I dunno, the only one that had "mastery" was the Wand, the Ring certainly wasn't mastered in any meaningful way, and anyone could use the cloak.


----------



## Mistwell (Aug 8, 2007)

Vocenoctum said:
			
		

> I dunno, the only one that had "mastery" was the Wand, the Ring certainly wasn't mastered in any meaningful way, and anyone could use the cloak.




The ring was mastered.  He was the first to be able to use it.  Dumbledore told him he had mastered it, in the dream.  As for the cloak, he was the master of it as well, and Dumbledore told him it was his until he handed it down to his next ancestor, as it had been handed down to him.

I wasn't speculating, Dumbledore even says Harry was able to master them, where Dumbledore had not been able to.


----------



## Vocenoctum (Aug 8, 2007)

Mistwell said:
			
		

> The ring was mastered.  He was the first to be able to use it.  Dumbledore told him he had mastered it, in the dream.  As for the cloak, he was the master of it as well, and Dumbledore told him it was his until he handed it down to his next ancestor, as it had been handed down to him.
> 
> I wasn't speculating, Dumbledore even says Harry was able to master them, where Dumbledore had not been able to.




Assuming you buy the whole thing, then you buy it. If you don't, then you don't. The Wand had an obvious effect for the master, the other items didn't. Not sure how the ring "passes" ownership, it was never taken or given consistently and most of the folks that had it didn't even know what it was or did. The fact that the ring probably wasn't a Hallow until the idea was created for Book7 also handily explains why no one ever used it.

In addition, "mastering" the three had no additional benefit or importance to the story. Heck, the ring's effect seemed added just to justify that it did something. The invisibility cloak worked the same regardless of it being mastered or not.


----------



## billd91 (Aug 8, 2007)

Vocenoctum said:
			
		

> In addition, "mastering" the three had no additional benefit or importance to the story. Heck, the ring's effect seemed added just to justify that it did something. The invisibility cloak worked the same regardless of it being mastered or not.
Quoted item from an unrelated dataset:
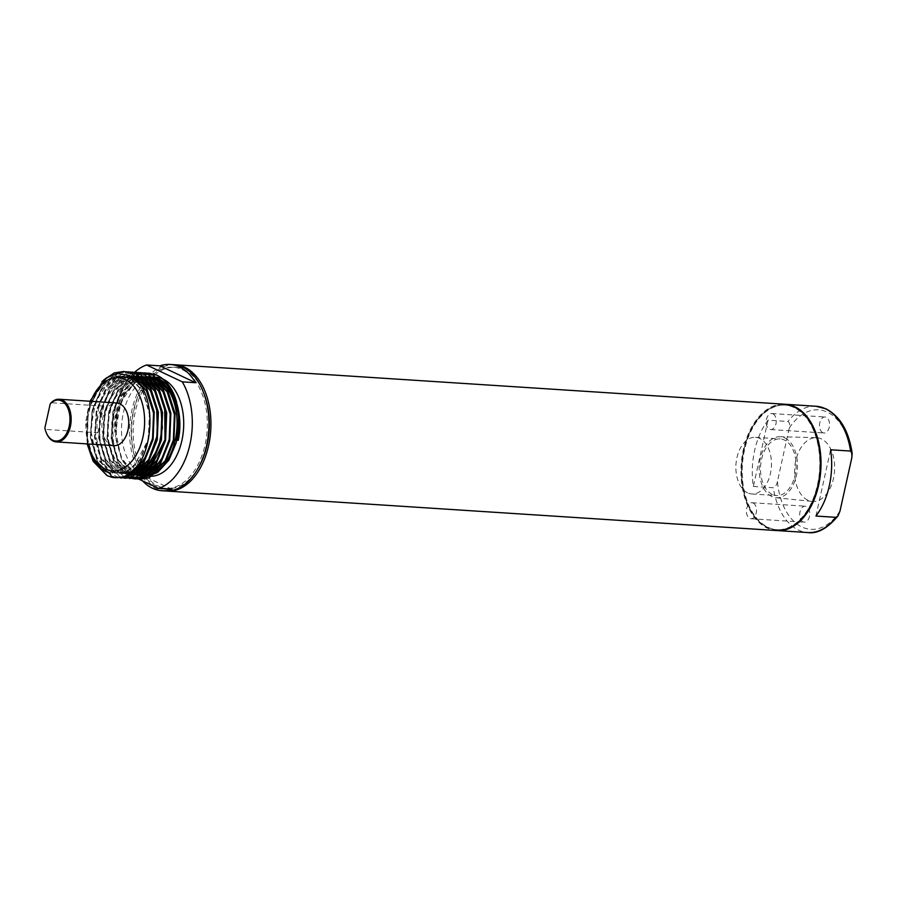 <?xml version="1.0" encoding="UTF-8"?>
<svg xmlns="http://www.w3.org/2000/svg" width="897" height="897" viewBox="0 0 897 897"><rect width="100%" height="100%" fill="white"/><g stroke="black" fill="none" stroke-linecap="round" stroke-linejoin="round"><path stroke-width="0.67" stroke-dasharray="4.49 3.36" d="M113.93 445.641A21.382 13.365 93.7 0 1 110.768 444.811A21.382 13.365 93.7 0 1 102.236 420.872A21.382 13.365 93.7 0 1 116.7 402.977M90.776 401.295A46.722 29.22 -86.3 0 0 88.007 443.97M46.151 432.399A21.382 13.365 93.7 0 1 45.231 429.383L44.85 428.037M97.84 432.78L103.749 406.139A21.382 13.365 -86.3 0 0 97.84 432.78L45.231 429.383M103.749 406.139L51.14 402.731M87.301 443.925L85.596 422.487L89.902 401.239M177.572 440.281L178.503 414.515L171.215 392.079L160.641 380.653L154.867 378.041M152.983 377.222L149.721 376.841M136.288 380.866L124.425 393.705L116.946 412.474L114.894 432.343C110.791 385.396 153.118 354.035 171.506 389.533M132.195 477.226L118.337 462.975L111.318 438.857L113.123 411.342L123.349 387.807L139.349 374.576L148.79 373.085M129.572 477.63L128.036 476.957L114.177 462.706L107.158 438.588L108.963 411.073L119.178 387.538L135.178 374.307L144.619 372.816M129.516 478.505L123.864 476.688L110.017 462.437L102.998 438.319L104.792 410.804L115.018 387.269L131.018 374.027L140.459 372.547M125.356 478.236L119.705 476.419L105.846 462.168L98.838 438.05L100.632 410.534L110.858 386.999L126.858 373.757L136.299 372.277M119.133 477.507L115.545 476.15L101.686 461.899L94.667 437.781L96.472 410.265L106.698 386.73L122.698 373.488L132.139 372.008M117.025 477.697L111.385 475.881L97.526 461.63L90.507 437.512L92.313 409.996L102.527 386.461L118.527 373.219L127.968 371.739M87.424 444.452L88.141 409.727L103.917 379.734M114.883 477.675L107.214 475.612M136.579 381.158L124.941 393.985L117.608 412.519L115.915 438.128L122.418 460.587L131.534 471.575M157.087 472.685L157.872 472.17M150.046 376.875L150.629 376.897M152.714 377.032L150.965 376.919L152.849 377.121M102.023 381.449L87.962 409.716L87.132 443.914M125.883 371.694L118.348 373.208L102.348 386.45L92.122 409.985L90.328 437.501L97.336 461.619L111.194 475.87L116.935 477.709M130.043 371.963L122.508 373.477L106.508 386.719L96.282 410.254L94.488 437.77L101.496 461.888L115.354 476.139L119.032 477.518M134.214 372.233L126.668 373.746L110.667 386.988L100.442 410.523L98.648 438.039L105.667 462.157L119.525 476.408L121.151 477.114M138.373 372.502L130.827 374.015L114.827 387.257L104.613 410.792L102.807 438.308L109.826 462.426L123.685 476.677L129.415 478.516M142.533 372.771L134.999 374.284L118.998 387.526L108.772 411.061L106.978 438.577L113.986 462.695L127.845 476.946M132.857 377.929L120.624 391.686L112.932 411.331L111.138 438.846L118.146 462.964L132.005 477.215M131.018 471.16A49.604 31.014 -86.3 0 0 135.402 473.863M135.985 474.121A49.604 31.014 -86.3 0 0 136.826 474.468L136.714 474.412M164.162 464.568A49.604 31.014 -86.3 0 0 165.452 462.874M163.938 384.163A49.604 31.014 -86.3 0 0 163.097 383.322M153.443 377.559A49.604 31.014 -86.3 0 0 153.163 377.48L171.361 392.292L178.537 414.683L177.539 440.225M135.907 380.496A49.604 31.014 -86.3 0 0 114.894 432.343M146.099 475.724A49.604 31.014 -86.3 0 0 149.407 476.217M155.82 377.233A49.604 31.014 -86.3 0 0 122.284 418.742A49.604 31.014 -86.3 0 0 142.062 474.289M139.091 479.233L122.945 471.598A63.283 39.569 93.7 0 1 134.696 372.233M165.171 490.951A63.283 39.569 93.7 0 1 155.809 488.495A63.283 39.569 93.7 0 1 130.558 417.621A63.283 39.569 93.7 0 1 173.345 364.653M171.966 489.336L136.266 472.461A63.283 39.569 -86.3 0 0 142.488 480.837M136.266 472.461L122.945 471.598M156.347 486.028A60.716 37.966 93.7 0 1 132.128 418.036A60.716 37.966 93.7 0 1 173.188 367.209A60.716 37.966 93.7 0 1 182.169 369.575A60.716 37.966 93.7 0 1 206.388 437.568A60.716 37.966 93.7 0 1 165.34 488.394A60.716 37.966 93.7 0 1 156.347 486.028M138.979 463.267A60.716 37.966 93.7 0 1 138.934 399.143A60.716 37.966 93.7 0 1 175.184 367.344A60.716 37.966 93.7 0 1 184.165 369.71A60.716 37.966 93.7 0 1 203.653 392.864M198.854 466.889A60.716 37.966 93.7 0 1 167.335 488.517A60.716 37.966 93.7 0 1 158.354 486.163A60.716 37.966 93.7 0 1 145.953 475.679M166.169 490.995A63.283 39.569 93.7 0 1 157.805 488.618A63.283 39.569 93.7 0 1 142.69 474.569M137.712 465.005A63.283 39.569 93.7 0 1 137.252 398.773A63.283 39.569 93.7 0 1 174.343 364.743M776.567 530.542A63.283 39.569 93.7 0 1 767.204 528.075A63.283 39.569 93.7 0 1 741.965 457.212A63.283 39.569 93.7 0 1 784.752 404.233M767.384 527.257A62.431 39.031 93.7 0 1 742.481 457.347A62.431 39.031 93.7 0 1 784.696 405.085A62.431 39.031 93.7 0 1 793.935 407.518A62.431 39.031 93.7 0 1 818.838 477.428A62.431 39.031 93.7 0 1 776.623 529.678A62.431 39.031 93.7 0 1 767.384 527.257M809.98 506.973A62.431 39.031 93.7 0 1 777.295 529.723A62.431 39.031 93.7 0 1 768.056 527.301A62.431 39.031 93.7 0 1 743.153 457.392A62.431 39.031 93.7 0 1 785.357 405.13A62.431 39.031 93.7 0 1 794.596 407.563A62.431 39.031 93.7 0 1 814.846 431.906M776.903 530.553A63.283 39.569 93.7 0 1 767.866 528.12A63.283 39.569 93.7 0 1 742.593 457.515A63.283 39.569 93.7 0 1 785.077 404.255M768.034 420.2L753.345 486.466A63.283 39.569 93.7 0 1 768.034 420.2L788.014 421.489C789.752 422.868 790.167 425.088 789.248 428.149A59.864 37.427 93.7 0 1 827.348 412.183A59.864 37.427 93.7 0 1 851.825 457.728M753.345 486.466L773.326 487.755A63.283 39.569 -86.3 0 0 798.509 530.105A63.283 39.569 -86.3 0 0 807.872 532.56M840.007 511.021A59.864 37.427 93.7 0 1 801.896 526.988A59.864 37.427 93.7 0 1 777.43 481.442L789.248 428.149M777.43 481.442C776.993 484.515 775.625 486.623 773.326 487.755M815.922 516.044L830.611 449.778M807.838 500.223A31.944 19.981 93.7 0 1 795.034 464.825A31.944 19.981 93.7 0 1 816.214 437.68A31.944 19.981 93.7 0 1 821.417 438.947A31.944 19.981 93.7 0 1 834.109 475.096A31.944 19.981 93.7 0 1 812.088 501.423A31.944 19.981 93.7 0 1 807.838 500.223M822.807 432.679A8.017 5.012 93.7 0 1 819.611 423.698A8.017 5.012 93.7 0 1 825.027 416.993A8.017 5.012 93.7 0 1 826.215 417.296A8.017 5.012 93.7 0 1 829.422 426.277A8.017 5.012 93.7 0 1 823.995 432.993A8.017 5.012 93.7 0 1 822.807 432.679M803.039 521.875A8.017 5.012 93.7 0 1 799.832 512.893A8.017 5.012 93.7 0 1 805.259 506.177A8.017 5.012 93.7 0 1 806.448 506.491A8.017 5.012 93.7 0 1 809.643 515.472A8.017 5.012 93.7 0 1 804.217 522.177A8.017 5.012 93.7 0 1 803.039 521.875M772.934 413.853A8.017 5.012 93.7 0 1 776.14 422.835A8.017 5.012 93.7 0 1 770.714 429.551A8.017 5.012 93.7 0 1 769.525 429.237A8.017 5.012 93.7 0 1 766.33 420.256A8.017 5.012 93.7 0 1 771.745 413.539A8.017 5.012 93.7 0 1 772.934 413.853M784.808 437.938A30.554 19.106 93.7 0 1 796.951 472.506A30.554 19.106 93.7 0 1 775.883 497.689A30.554 19.106 93.7 0 1 771.824 496.534A30.554 19.106 93.7 0 1 759.58 462.684A30.554 19.106 93.7 0 1 779.829 436.727A30.554 19.106 93.7 0 1 784.808 437.938M753.166 503.038A8.017 5.012 93.7 0 1 756.362 512.019A8.017 5.012 93.7 0 1 750.946 518.735A8.017 5.012 93.7 0 1 749.757 518.421A8.017 5.012 93.7 0 1 746.551 509.44A8.017 5.012 93.7 0 1 751.978 502.724A8.017 5.012 93.7 0 1 753.166 503.038M772.283 494.46A28.39 17.749 93.7 0 1 760.948 462.673A28.39 17.749 93.7 0 1 780.155 438.902A28.39 17.749 93.7 0 1 784.348 440.012A28.39 17.749 93.7 0 1 795.673 471.8A28.39 17.749 93.7 0 1 776.477 495.57A28.39 17.749 93.7 0 1 772.283 494.46M747.638 492.868A28.39 17.749 93.7 0 1 736.314 461.069A28.39 17.749 93.7 0 1 755.509 437.31A28.39 17.749 93.7 0 1 759.703 438.409A28.39 17.749 93.7 0 1 771.039 470.207A28.39 17.749 93.7 0 1 751.843 493.967A28.39 17.749 93.7 0 1 747.638 492.868M92.357 457.605L86.291 435.516L88.041 410.658L97.549 388.85L112.394 376.594L128.72 377.155L142.231 390.408L149.395 412.799L148.397 438.341L139.596 460.183L125.434 472.495L109.804 471.979L96.988 458.771L90.519 436.424L92.212 410.927L101.709 389.13L116.565 376.863L130.85 376.594M130.525 472.383L113.975 472.248L101.159 459.04L94.678 436.693L96.371 411.196L105.868 389.399L120.725 377.132L140.156 379.431M127.486 474.435L115.108 470.746L105.319 459.309L98.838 436.962L100.531 411.465L110.028 389.668L124.885 377.402L144.316 379.7M139.327 472.697L137.925 473.302L122.295 472.786L109.479 459.578L103.009 437.231L104.691 411.734L114.199 389.937L129.045 377.671L131.377 376.931M131.411 376.919L148.487 379.969M143.486 472.966L142.085 473.571L126.455 473.055L113.639 459.847L107.169 437.501L108.862 412.003L118.258 390.341L132.98 378.018M129.807 472.91L117.81 460.116L111.329 437.77L113.022 412.272L121.42 392.079L134.707 379.397M131.467 471.62L121.97 460.385L115.489 438.039L117.182 412.542L124.638 393.839L136.479 381.057M137.589 380.373L139.887 379.162M147.534 377.121L148.532 377.076M102 469.176L93.288 458.535L86.818 436.189L88.511 410.691L98.008 388.883L112.854 376.617L129.179 377.188L142.69 390.43L149.855 412.822L148.857 438.364L140.055 460.217L125.894 472.528L110.264 472.013L97.459 458.804L90.978 436.458L92.671 410.961L102.168 389.152L117.025 376.886L130.39 376.336M129.863 472.876L114.334 472.226L101.619 459.073L95.138 436.727L96.831 411.23L106.328 389.421L121.185 377.155L139.439 378.736M127.396 474.491L115.321 470.6L105.779 459.342L99.309 436.996L100.991 411.499L110.488 389.69L125.345 377.424L130.155 376.202M132.106 376.034L143.598 379.005M127.52 474.423L109.939 459.612L103.469 437.265L105.162 411.768L114.659 389.96L129.504 377.693L131.545 377.032M131.814 474.715L114.11 459.881L107.629 437.534L109.322 412.037L118.606 390.531L133.171 378.164M136.221 377.177L137.353 376.919M140.437 376.572L151.929 379.543M135.985 474.984L134.09 474.524M132.823 474.098L118.269 460.15L111.789 437.803L113.482 412.306L121.779 392.269L134.898 379.566M140.381 377.446L141.524 377.188M136.983 474.367L122.429 460.419L115.948 438.072L117.642 412.575L124.997 394.03L136.68 381.27M138.844 379.958L140.055 379.33M152.557 377.323L158.668 379.229M816.046 406.263A63.283 39.569 -86.3 0 0 788.014 421.489M136.714 381.303L134.337 383.041L121.017 402.013L115.59 430.493L120.983 457.481L133.709 472.719L142.186 475.354L150.046 474.165L158.477 468.907L167.728 456.371L173.513 439.25L174.31 413.966L167.122 391.922L156.852 380.62L146.323 377.02L137.779 378.343L130.244 382.727L116.958 401.497L111.789 422.622L112.775 444.43L118.785 461.036L130.054 472.73M133.249 378.22L125.86 382.627L112.45 402.069L107.517 423.541L108.885 445.484L117.776 465.431L125.311 472.136L128.652 473.706M131.668 377.11L121.88 382.212L108.582 401.082L103.413 422.711L104.669 444.923L110.656 460.834L121.106 471.844L127.71 474.311M130.345 376.314L124.851 377.704L117.608 382.032L104.243 401.251L99.298 421.859L100.195 443.129L106.205 460.071L117.014 471.609L127.755 474.278M129.661 375.933L120.68 377.446L113.437 381.774L100.06 401.015L94.768 429.36L100.184 456.169L112.91 471.374L121.106 473.986L130.771 472.181M131.31 376.886L125.658 375.675L116.812 377.054L109.232 381.539L95.833 400.925L90.608 429.327L96.114 456.102L108.817 471.149L117.014 473.717L125.154 472.517L133.608 467.191L147.949 440.315L149.687 415.434L143.554 392.897L132.016 379.095L121.487 375.406L112.63 376.796L105.039 381.292L91.629 400.757L86.729 421.994L87.984 443.723L93.983 459.713L106.496 471.822M149.16 376.796L150.292 376.875M165.34 488.394L167.335 488.517M173.188 367.209L175.184 367.344M784.696 405.085L785.357 405.13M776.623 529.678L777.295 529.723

Perhaps no major importance to the story, but importance to Harry's intellectual development, yes. Harry's use of the ring, in essence to summon the shades of his dear departed as comforting and strengthening company rather than for blatantly selfish or dangerous reasons, indicated his intellectual maturity (as well as his 'mastery' of the item's true and safe utility) and his mastery over himself. It's a step in his journey to conquering Voldemort by conquering his fear and instinct to avoid death.


----------



## Mistwell (Aug 8, 2007)

Vocenoctum said:
			
		

> Assuming you buy the whole thing, then you buy it. If you don't, then you don't. The Wand had an obvious effect for the master, the other items didn't. Not sure how the ring "passes" ownership, it was never taken or given consistently and most of the folks that had it didn't even know what it was or did. The fact that the ring probably wasn't a Hallow until the idea was created for Book7 also handily explains why no one ever used it.
> 
> In addition, "mastering" the three had no additional benefit or importance to the story. Heck, the ring's effect seemed added just to justify that it did something. The invisibility cloak worked the same regardless of it being mastered or not.




The ring summoned the ghosts that were able to hold off the dementors without the need for Harry to call a Patronus, which would have given away his position too early.  The ghosts also gave Harry the will to carry on with the task of knowingly walking into death.  It seemed pretty critical to me.


----------



## Vocenoctum (Aug 8, 2007)

billd91 said:
			
		

> Perhaps no major importance to the story, but importance to Harry's intellectual development, yes. Harry's use of the ring, in essence to summon the shades of his dear departed as comforting and strengthening company rather than for blatantly selfish or dangerous reasons, indicated his intellectual maturity (as well as his 'mastery' of the item's true and safe utility) and his mastery over himself. It's a step in his journey to conquering Voldemort by conquering his fear and instinct to avoid death.




True, as literary elements they served a purpose, but their addition at the end of the story and sudden added importance detracted a bit from it, IMO. It would have better served the story to have used older elements than to add new stuff, or rather reveal new properties to previously mentioned stuff.


----------



## Vocenoctum (Aug 8, 2007)

Mistwell said:
			
		

> The ring summoned the ghosts that were able to hold off the dementors without the need for Harry to call a Patronus, which would have given away his position too early.  The ghosts also gave Harry the will to carry on with the task of knowingly walking into death.  It seemed pretty critical to me.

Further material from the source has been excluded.